Völkerrechtliche Schritte
Österreich wird völkerrechtliche
Schritte gegen die offizielle Betriebsgenehmigung von Temelin prüfen. Das
kündigte Umweltminister Josef Pröll (V) nach einem Gespräch mit dem neuen
tschechischen Botschafter Jan Koukal am Donnerstag an. Tschechien müsse alle
Vereinbarungen des Melker Protokolls und des Brüsseler Abkommens erfüllen,
erklärte Pröll. Österreich beharre auch weiterhin auf der "Nullvariante",
also der Stilllegung des umstrittenen AKW. Und Österreich sei zudem "massiv"
an der Weiterführung des bilateralen Sicherheitsdialogs interessiert.
Koukal habe Pröll gegenüber angedeutet, dass Tschechien den Sicherheitsdialog abbrechen könnte, sollte es zu weiteren Grenzblockaden kommen. Koukal erklärte, dass Grenzblockaden wie jene vom vergangenen Sonntag als Verletzung internationaler Vereinbarungen gesehen werden könnten. Die Melker Vereinbarung sei allerdings "kein internationales Abkommen, sondern nur ein Protokoll, eine Berichterstattung von den Verhandlungen, und ihre Verletzung ist gerichtlich nicht klagbar", sagte der Botschafter.
"Herumlavieren muss ein Ende haben"
Sowohl die Grünen,
die SPÖ, die FPÖ als auch das BZÖ mahnten zu raschen Taten. "Taten statt
Verzögerungsstrategien" in Sachen Temelin verlangte der oberösterreichische
Umweltlandesrat Rudi Anschober (G) von der Bundesregierung. "Das
Herumlavieren muss ein Ende haben", erklärte auch die Grüne Umweltsprecherin
Ruperta Lichtenecker. SPÖ-Klubobmann Karl Frais forderte einen offiziellen
diplomatischen Protest wegen Bruchs des Melker Abkommens.

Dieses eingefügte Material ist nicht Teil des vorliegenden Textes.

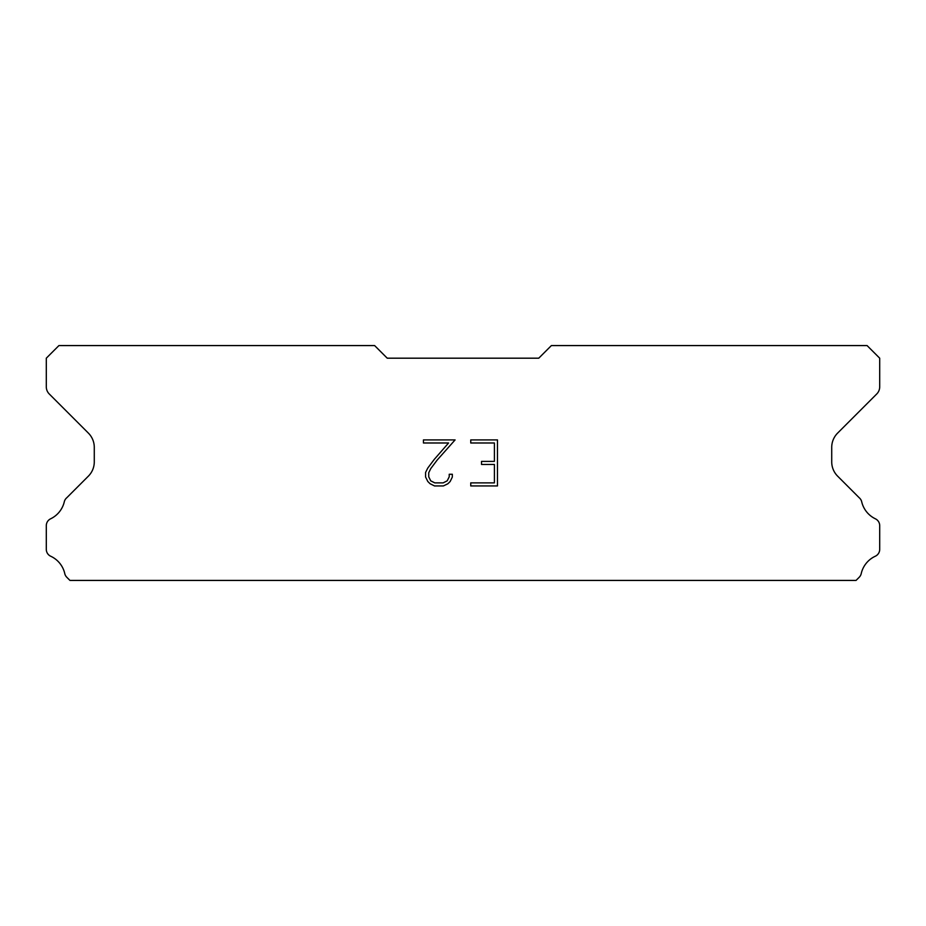 <?xml version="1.0" encoding="UTF-8"?>
<svg xmlns="http://www.w3.org/2000/svg" width="926" height="926" viewBox="0 0 926 926"><rect width="100%" height="100%" fill="white"/><g stroke="black" fill="none" stroke-linecap="round" stroke-linejoin="round"><path stroke-width="1.39" d="M494.403 482.874L494.403 464.458L494.403 482.874L470.755 482.874L494.403 482.874M494.403 464.458L481.52 464.458L494.403 464.458M481.52 464.458L481.52 461.391L481.52 464.458M481.52 461.391L494.403 461.391L481.52 461.391M494.403 461.391L494.403 442.987L494.403 461.391M494.403 442.987L470.755 442.987L494.403 442.987M470.755 442.987L470.755 439.908L470.755 442.987M470.755 485.942L470.755 482.874L470.755 485.942L497.47 485.942L470.755 485.942M497.47 439.908L497.47 485.942L497.47 439.908L470.755 439.908L497.47 439.908M452.339 474.274L452.339 477.029L452.339 474.274L449.226 474.274L452.339 474.274M452.339 477.029L450.152 481.532L452.339 477.029M450.152 481.532L447.871 483.766L450.152 481.532M447.871 483.766L443.38 485.942L447.871 483.766M443.38 485.942L434.537 485.942L443.38 485.942M434.537 485.942L430.069 483.731L434.537 485.942M430.069 483.731L427.8 481.485L430.069 483.731M427.8 481.485L425.578 476.983L427.8 481.485M425.578 476.983L425.578 472.434L425.578 476.983M425.578 472.434L427.8 468.024L425.578 472.434M427.8 468.024L434.294 459.365L427.8 468.024M434.294 459.365L448.589 442.987L434.294 459.365M448.589 442.987L423.448 442.987L448.589 442.987M423.448 442.987L423.448 439.908L423.448 442.987M449.226 476.797L449.226 474.274L449.226 476.797L447.189 480.837L449.226 476.797M443.137 482.874L447.189 480.837L443.137 482.874L434.803 482.874L443.137 482.874M430.729 480.849L434.803 482.874L430.729 480.849L428.726 476.797L430.729 480.849M428.726 472.758L428.726 476.797L428.726 472.758L430.787 468.556L428.726 472.758M437.176 460.048L430.787 468.556L437.176 460.048L455.094 439.908L437.176 460.048M423.448 439.908L455.094 439.908L423.448 439.908M538.758 358.188L551.387 345.572L867.072 345.572L879.7 358.188L879.7 386.837A10.105 10.105 0 0 1 876.737 393.978L837.636 433.09A20.198 20.198 0 0 0 831.722 447.374L831.722 461.877A20.198 20.198 0 0 0 837.636 476.161L859.189 497.725A7.582 7.582 0 0 1 861.747 501.973A25.257 25.257 0 0 0 875.394 518.815A7.582 7.582 0 0 1 879.7 525.644L879.7 549.361A7.582 7.582 0 0 1 875.29 556.237A25.257 25.257 0 0 0 861.226 573.599A7.582 7.582 0 0 1 859.189 577.28L856.041 580.428L69.959 580.428L66.811 577.28A7.582 7.582 0 0 1 64.774 573.599A25.257 25.257 0 0 0 50.71 556.237A7.582 7.582 0 0 1 46.3 549.361L46.3 525.644A7.582 7.582 0 0 1 50.606 518.815A25.257 25.257 0 0 0 64.253 501.973A7.582 7.582 0 0 1 66.811 497.725L88.364 476.161A20.198 20.198 0 0 0 94.278 461.877L94.278 447.374A20.198 20.198 0 0 0 88.364 433.09L49.263 393.978A10.105 10.105 0 0 1 46.3 386.837L46.3 358.188L58.928 345.572L374.613 345.572L387.242 358.188L538.758 358.188"/></g></svg>

Wenn Bundeskanzler Wolfgang Schüssel (V) nicht in Tschechien den Bruch des Abkommens offiziell durch eine Protestnote deponiere, "werden mindestens vier Grenzübergänge durch Protestaktionen nicht mehr passierbar sein", kündigte "atomstopp_oberoesterreich" an. Kritik an Schüssel kam auch vom oberösterreichischen FPÖ-Landesparteiobmann Lutz Weinzinger. Er stellte die Frage, ob das Melker Abkommen lediglich eine "Alibi-Aktion" gewesen sei, "um die Bevölkerung zu täuschen?". Pröll müsse "noch stärker aktiv werden", forderte auch der oberösterreichische BZÖ-Landtagsabgeordnete Josef Brunmair. Das Ziel müsse weiterhin die Abschaltung des "berüchtigten Pannenreaktors" sein.